BfR and ANSES develop test system for the identification of EHEC contaminations in foods

System detects specifically the EHEC outbreak strain O104:H4

07-Jun-2011 - Germany

A specific detection system for the EHEC germ O104:H4 in foods has been developed and evaluated at the National Reference Laboratory (NRL) for Escherichia coli of the Federal Institute for Risk Assessment (BfR) together with experts from the French Food Agency, ANSES. The EHEC strain O104:H4 is responsible for the current outbreak of EHEC infections with severe health effects, which range from bloody diarrhoea to kidney failure. “We hope that this test will contribute towards identifying the source of the infections with the EHEC strain O104:H4, to withdraw the risk-laden foods rapidly from the market and obtain clarity about the infection chain”, says BFR President Professor Dr. Dr. Andreas Hensel. BfR has by now made the method available to the diagnostic laboratories of the Federal States (Laender).
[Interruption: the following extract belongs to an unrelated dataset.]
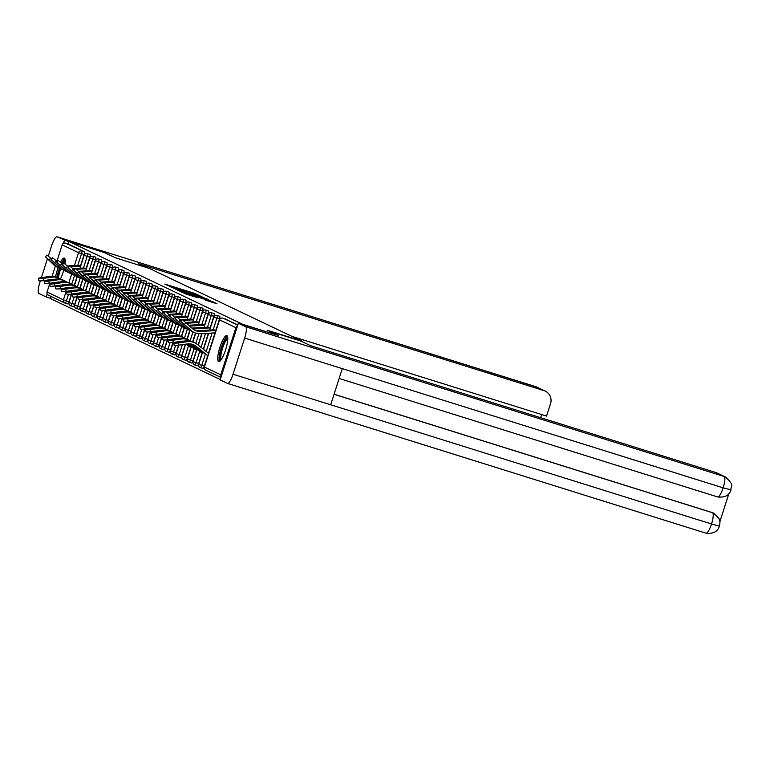 <?xml version="1.0" encoding="UTF-8"?>
<svg xmlns="http://www.w3.org/2000/svg" width="770" height="770" viewBox="0 0 770 770"><rect width="100%" height="100%" fill="white"/><g stroke="black" fill="none" stroke-linecap="round" stroke-linejoin="round"><path stroke-width="1.16" d="M199.68 295.68L194.829 293.447L164.79 284.092L169.968 286.382L199.68 295.68M226.909 335.595A13.658 3.09 -72.6 0 0 226.813 335.556A13.658 3.09 -72.6 0 0 219.845 347.463A13.658 3.09 -72.6 0 0 218.565 361.592A13.658 3.09 -72.6 0 0 218.651 361.631A13.658 3.09 -72.6 0 0 225.62 349.724A13.658 3.09 -72.6 0 0 226.909 335.595M65.046 263.927A13.658 3.09 -72.6 0 0 64.391 258.123A13.658 3.09 -72.6 0 0 64.295 258.085A13.658 3.09 -72.6 0 0 60.512 262.166M58.135 267.623A13.658 3.09 -72.6 0 0 55.642 276.738M60.522 278.894A13.658 3.09 -72.6 0 0 63.698 270.27M205.686 300.204L216.986 303.755L212.761 301.734L180.777 291.714L186.956 294.4L197.938 297.778L184.04 292.889L206.399 299.771L211.721 301.628L205.686 300.204M68.838 241.453L104.479 252.608L115.25 257.748L149.428 268.441L301.599 340.985L267.431 330.292L278.201 335.422L242.56 324.266L68.838 241.453L68.03 243.955L65.431 243.137L84.411 251.761L68.03 243.955M204.676 298.144L199.776 295.805L169.737 286.45L175.916 289.145L204.676 298.144M207.245 299.106L210.191 300.772L181.431 291.772L177.649 290.223L190.652 293.996L175.165 289.039L205.292 298.433L207.245 299.106L207.034 299.78M71.437 294.101L69.011 301.676A2.628 0.597 107.4 0 1 67.683 303.919L65.075 303.101A2.628 0.597 -72.6 0 0 65.075 303.101A2.628 2.56 -64.5 0 1 64.728 302.966L48.356 295.16A2.628 2.56 -64.5 0 1 47.047 292.032L49.877 283.206M52.11 276.266L55.373 266.102M56.903 261.328L62.187 244.87A2.628 2.56 -64.5 0 1 65.431 243.137M51.166 296.498L50.483 298.606L220.278 379.543M278.201 335.422L238.353 323.246L220.162 379.899L227.516 383.402A10.77 2.435 -72.6 0 0 227.593 383.431A10.77 2.435 -72.6 0 0 233.031 374.22L330.686 404.779L342.294 368.628L244.639 338.059L233.031 374.22M237.468 326.018A2.628 2.56 115.5 0 0 235.909 327.683L220.769 374.846A2.628 2.56 115.5 0 0 221.067 377.088M219.7 316.258A2.628 0.597 107.4 0 1 219.72 316.268A2.628 0.597 107.4 0 1 219.739 316.278A2.628 0.597 107.4 0 1 219.479 319.03L215.889 330.205M215.023 332.929L208.506 353.209M207.785 355.471L204.339 366.183A2.628 0.597 107.4 0 1 203.01 368.435A2.628 0.597 107.4 0 1 203.001 368.426L200.412 367.617A2.628 0.597 -72.6 0 0 200.412 367.617A2.628 0.597 -72.6 0 0 201.74 365.375L204.339 366.183M225.341 318.953A2.628 0.597 107.4 0 1 225.36 318.953A2.628 0.597 107.4 0 1 225.379 318.963L237.709 325.267M237.824 324.892L222.761 318.135A2.628 2.56 115.5 0 0 219.537 319.877L204.397 367.04L220.769 374.846M84.411 251.761A2.628 0.597 107.4 0 1 84.151 254.514L80.561 265.689M77.067 276.565L74.238 285.391M67.683 303.919A2.628 0.597 107.4 0 1 67.664 303.909L65.094 303.111M208.198 313.659L205.6 312.841A2.628 0.597 107.4 0 0 205.859 310.079A2.628 0.597 -72.6 0 0 205.84 310.079L208.449 310.887A2.628 0.597 107.4 0 1 208.449 310.887A2.628 0.597 107.4 0 1 208.458 310.897A2.628 0.597 107.4 0 1 208.198 313.659L204.618 324.834M201.769 333.689L198.121 345.056M196.504 350.09L193.068 360.812A2.628 0.597 107.4 0 1 191.74 363.055A2.628 0.597 107.4 0 1 191.72 363.055L189.131 362.247A2.628 0.597 -72.6 0 0 189.131 362.247A2.628 0.597 -72.6 0 0 190.459 359.994L193.068 360.812M196.928 308.279L194.319 307.461A2.628 0.597 107.4 0 0 194.579 304.708A2.628 0.597 -72.6 0 0 194.56 304.699L197.168 305.517A2.628 0.597 107.4 0 1 197.168 305.517A2.628 0.597 107.4 0 1 197.187 305.517A2.628 0.597 107.4 0 1 196.928 308.279L193.337 319.454M189.844 330.32L187.014 339.147M185.224 344.719L181.787 355.432A2.628 0.597 107.4 0 1 180.459 357.684A2.628 0.597 107.4 0 1 180.44 357.675M185.868 300.136A2.628 0.597 107.4 0 1 185.888 300.136A2.628 0.597 107.4 0 1 185.907 300.146A2.628 0.597 107.4 0 1 185.647 302.899L182.057 314.073M178.573 324.95L175.733 333.776M172.942 342.486L170.507 350.061A2.628 0.597 107.4 0 1 169.179 352.304A2.628 0.597 107.4 0 1 169.159 352.294M174.367 297.528L171.768 296.71A2.628 0.597 107.4 0 0 172.028 293.957A2.628 0.597 -72.6 0 0 172.008 293.947L174.607 294.766A2.628 0.597 107.4 0 1 174.607 294.766A2.628 0.597 107.4 0 1 174.626 294.766A2.628 0.597 107.4 0 1 174.367 297.528L170.786 308.703M167.292 319.569L164.462 328.395M161.662 337.106L159.226 344.681A2.628 0.597 107.4 0 1 157.908 346.933A2.628 0.597 107.4 0 1 157.888 346.923L155.299 346.115A2.628 0.597 -72.6 0 0 155.299 346.115A2.628 0.597 -72.6 0 0 156.628 343.863L159.226 344.681M163.096 292.148L160.487 291.339A2.628 0.597 107.4 0 0 160.747 288.577A2.628 0.597 -72.6 0 0 160.728 288.567L163.336 289.385A2.628 0.597 107.4 0 1 163.336 289.385A2.628 0.597 107.4 0 1 163.356 289.395A2.628 0.597 107.4 0 1 163.096 292.148L159.506 303.322M156.012 314.199L153.182 323.025M150.381 331.735L147.956 339.3A2.628 0.597 107.4 0 1 146.627 341.553A2.628 0.597 107.4 0 1 146.608 341.543M152.037 284.005A2.628 0.597 107.4 0 1 152.056 284.005A2.628 0.597 107.4 0 1 152.075 284.014A2.628 0.597 107.4 0 1 151.815 286.777L148.225 297.952M144.731 308.818L141.901 317.644M139.11 326.355L136.675 333.93A2.628 0.597 107.4 0 1 135.347 336.172A2.628 0.597 107.4 0 1 135.327 336.172L132.748 335.364A2.628 0.597 -72.6 0 0 134.067 333.112L136.675 333.93M140.535 281.397L137.936 280.578A2.628 0.597 107.4 0 0 138.196 277.826A2.628 0.597 -72.6 0 0 138.177 277.816L140.775 278.634A2.628 0.597 107.4 0 1 140.775 278.634A2.628 0.597 107.4 0 1 140.794 278.644A2.628 0.597 107.4 0 1 140.535 281.397L136.945 292.571M133.46 303.447L130.621 312.274M127.83 320.984L125.395 328.549A2.628 0.597 107.4 0 1 124.066 330.802A2.628 0.597 107.4 0 1 124.057 330.792L121.468 329.983A2.628 0.597 -72.6 0 0 121.468 329.983A2.628 0.597 -72.6 0 0 122.796 327.741L125.395 328.549M129.254 276.026L126.655 275.208A2.628 0.597 107.4 0 0 126.915 272.445A2.628 0.597 -72.6 0 0 126.896 272.445L129.504 273.254A2.628 0.597 107.4 0 1 129.504 273.254A2.628 0.597 107.4 0 1 129.514 273.263A2.628 0.597 107.4 0 1 129.254 276.026L125.674 287.2M122.18 298.067L119.35 306.893M116.549 315.604L114.114 323.179A2.628 0.597 107.4 0 1 112.795 325.421A2.628 0.597 107.4 0 1 112.776 325.421M118.205 267.873A2.628 0.597 107.4 0 1 118.224 267.883A2.628 0.597 107.4 0 1 118.243 267.893A2.628 0.597 107.4 0 1 117.983 270.645L114.393 281.82M110.899 292.696L108.07 301.513M105.269 310.223L102.843 317.798A2.628 0.597 107.4 0 1 101.515 320.05A2.628 0.597 107.4 0 1 101.496 320.041L98.907 319.232A2.628 0.597 -72.6 0 0 98.907 319.232A2.628 0.597 -72.6 0 0 100.235 316.99L102.843 317.798M106.703 265.265L104.094 264.457A2.628 0.597 107.4 0 0 104.364 261.694A2.628 0.597 -72.6 0 0 104.345 261.694L106.943 262.503A2.628 0.597 107.4 0 1 106.943 262.503A2.628 0.597 107.4 0 1 106.963 262.512A2.628 0.597 107.4 0 1 106.703 265.265L103.113 276.44M99.628 287.316L96.789 296.142M93.998 304.853L91.563 312.428A2.628 0.597 107.4 0 1 90.234 314.67A2.628 0.597 107.4 0 1 90.215 314.661M95.422 259.894L92.823 259.076A2.628 0.597 107.4 0 0 93.083 256.323A2.628 0.597 -72.6 0 0 93.064 256.314L95.663 257.132A2.628 0.597 107.4 0 1 95.663 257.132A2.628 0.597 107.4 0 1 95.682 257.132A2.628 0.597 107.4 0 1 95.422 259.894L91.842 271.069M88.348 281.936L85.518 290.762M82.717 299.472L80.282 307.047A2.628 0.597 107.4 0 1 78.954 309.299A2.628 0.597 107.4 0 1 78.944 309.29M90.013 254.437A2.628 0.597 107.4 0 1 90.032 254.437A2.628 0.597 107.4 0 1 90.042 254.447A2.628 0.597 107.4 0 1 89.782 257.209L86.202 268.383M82.708 279.25L79.878 288.076M77.077 296.787L74.642 304.362A2.628 0.597 107.4 0 1 73.323 306.604A2.628 0.597 107.4 0 1 73.304 306.604M101.062 262.58L98.464 261.771A2.628 0.597 107.4 0 0 98.724 259.009A2.628 0.597 -72.6 0 0 98.704 258.999L101.303 259.817A2.628 0.597 107.4 0 1 101.303 259.817A2.628 0.597 107.4 0 1 101.322 259.827A2.628 0.597 107.4 0 1 101.062 262.58L97.472 273.754M93.988 284.631L91.149 293.457M88.358 302.167L85.922 309.733A2.628 0.597 107.4 0 1 84.594 311.985A2.628 0.597 107.4 0 1 84.575 311.975M112.564 265.188A2.628 0.597 107.4 0 1 112.584 265.198A2.628 0.597 107.4 0 1 112.603 265.198A2.628 0.597 107.4 0 1 112.343 267.96L108.753 279.135M105.259 290.001L102.429 298.827M99.638 307.538L97.203 315.113A2.628 0.597 107.4 0 1 95.875 317.356A2.628 0.597 107.4 0 1 95.855 317.356L93.276 316.547A2.628 0.597 -72.6 0 0 94.594 314.295L97.203 315.113M123.845 270.568A2.628 0.597 107.4 0 1 123.864 270.568A2.628 0.597 107.4 0 1 123.883 270.578A2.628 0.597 107.4 0 1 123.624 273.331L120.033 284.505M116.54 295.382L113.71 304.208M110.909 312.918L108.483 320.493A2.628 0.597 107.4 0 1 107.155 322.736A2.628 0.597 107.4 0 1 107.136 322.726M134.894 278.711L132.296 277.893A2.628 0.597 107.4 0 0 132.555 275.14A2.628 0.597 -72.6 0 0 132.536 275.131L135.135 275.949A2.628 0.597 107.4 0 1 135.135 275.949A2.628 0.597 107.4 0 1 135.154 275.949A2.628 0.597 107.4 0 1 134.894 278.711L131.314 289.886M127.82 300.752L124.99 309.579M122.189 318.289L119.754 325.864A2.628 0.597 107.4 0 1 118.436 328.116A2.628 0.597 107.4 0 1 118.416 328.107L115.827 327.298A2.628 0.597 -72.6 0 0 117.156 325.046L119.754 325.864M146.175 284.082L143.566 283.273A2.628 0.597 107.4 0 0 143.836 280.511A2.628 0.597 -72.6 0 0 143.817 280.511L146.416 281.32A2.628 0.597 107.4 0 1 146.416 281.32A2.628 0.597 107.4 0 1 146.435 281.329A2.628 0.597 107.4 0 1 146.175 284.082L142.585 295.257M139.101 306.133L136.261 314.959M133.47 323.669L131.035 331.244A2.628 0.597 107.4 0 1 129.707 333.487A2.628 0.597 107.4 0 1 129.687 333.477M157.677 286.69A2.628 0.597 107.4 0 1 157.696 286.7A2.628 0.597 107.4 0 1 157.715 286.7A2.628 0.597 107.4 0 1 157.455 289.462L153.865 300.637M150.371 311.513L147.542 320.33M144.741 329.04L142.315 336.615A2.628 0.597 107.4 0 1 140.987 338.867A2.628 0.597 107.4 0 1 140.968 338.858M168.726 294.843L166.127 294.025A2.628 0.597 107.4 0 0 166.387 291.262A2.628 0.597 -72.6 0 0 166.368 291.262L168.977 292.071A2.628 0.597 107.4 0 1 168.977 292.071A2.628 0.597 107.4 0 1 168.986 292.08A2.628 0.597 107.4 0 1 168.726 294.843L165.146 306.017M161.652 316.884L158.822 325.71M156.021 334.421L153.586 341.995A2.628 0.597 107.4 0 1 152.267 344.238A2.628 0.597 107.4 0 1 152.248 344.238L149.659 343.43A2.628 0.597 -72.6 0 0 150.987 341.177L153.586 341.995M180.007 300.213L177.408 299.395A2.628 0.597 107.4 0 0 177.668 296.642A2.628 0.597 -72.6 0 0 177.649 296.633L180.247 297.451A2.628 0.597 107.4 0 1 180.247 297.451A2.628 0.597 107.4 0 1 180.267 297.461A2.628 0.597 107.4 0 1 180.007 300.213L176.417 311.388M172.932 322.264L170.093 331.09M167.302 339.791L164.867 347.366A2.628 0.597 107.4 0 1 163.538 349.619A2.628 0.597 107.4 0 1 163.529 349.609L160.94 348.8A2.628 0.597 -72.6 0 0 160.94 348.8A2.628 0.597 -72.6 0 0 162.268 346.558L164.867 347.366M191.509 302.822A2.628 0.597 107.4 0 1 191.528 302.822A2.628 0.597 107.4 0 1 191.547 302.831A2.628 0.597 107.4 0 1 191.287 305.594L187.697 316.768M184.203 327.635L181.374 336.461M178.582 345.172L176.147 352.747A2.628 0.597 107.4 0 1 174.819 354.989A2.628 0.597 107.4 0 1 174.8 354.989M202.568 310.964L199.959 310.156A2.628 0.597 107.4 0 0 200.219 307.394A2.628 0.597 -72.6 0 0 200.2 307.384L202.808 308.202A2.628 0.597 107.4 0 1 202.808 308.202A2.628 0.597 107.4 0 1 202.828 308.212A2.628 0.597 107.4 0 1 202.568 310.964L198.978 322.139M195.484 333.015L192.654 341.842M190.864 347.405L187.428 358.117A2.628 0.597 107.4 0 1 186.099 360.37A2.628 0.597 107.4 0 1 186.08 360.36L183.491 359.552A2.628 0.597 -72.6 0 0 184.819 357.309L187.428 358.117M213.839 316.345L211.24 315.527A2.628 0.597 107.4 0 0 211.5 312.774A2.628 0.597 -72.6 0 0 211.481 312.764L214.079 313.583A2.628 0.597 107.4 0 1 214.079 313.583A2.628 0.597 107.4 0 1 214.099 313.583A2.628 0.597 107.4 0 1 213.839 316.345L210.258 327.519M208.401 333.275L203.309 349.156M202.144 352.785L198.698 363.498A2.628 0.597 107.4 0 1 197.38 365.75A2.628 0.597 107.4 0 1 197.361 365.74L194.772 364.932A2.628 0.597 -72.6 0 0 194.772 364.932A2.628 0.597 -72.6 0 0 196.1 362.68L198.698 363.498M199.882 295.959L172.374 287.345L199.882 295.959M202.693 298.019L192.847 294.669L202.577 298.385M61.388 279.462A14.004 13.639 115.5 0 0 51.84 277.171L43.226 278.384L43.486 280.627A3.937 0.491 173.4 0 1 38.76 280.694L38.5 278.451A3.937 0.491 -6.6 0 0 43.226 278.384M59.463 278.336L57.837 277.556A14.004 13.639 115.5 0 0 50.214 276.392L41.599 277.604A3.937 0.491 -6.6 0 0 38.5 278.451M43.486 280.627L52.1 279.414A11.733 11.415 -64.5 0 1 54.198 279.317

A rapid and reliable test for the detection of the EHEC strain O104:H4 in foods had so far not been available in Germany. For that reason foods contaminated by this specific germ could not yet be identified. Although individual contaminations of vegetables with Shiga toxin-producing germs had been detected, it could not be confirmed that they belong to the outbreak strain EHEC O104:H4.

The method with which the pathogen O104:H4, also referred to as HUSEC 41, was detected in patients affected by EHEC infections in Germany, is a classical multiplex polymerase chain reaction (PCR). It is not yet known whether this method is suited for foods. Under the impression of the massive EHEC O104:H4 outbreak in Germany, a specific quantitative real-time PCR has now been tested at the National Reference laboratory for Escherichia coli  of BfR in food samples and O104:H4 reference strains. It is based on a rapid, quantitative detection of Shiga toxin genes and the Escherichia coli O104:H4 wzx gene. The detection system can identify EHEC O104:H4 in enrichment cultures of suspected foods. First vegetable foods originating from Mecklenburg-Vorpommern and Berlin have already been analysed with the method. EHEC was not detected.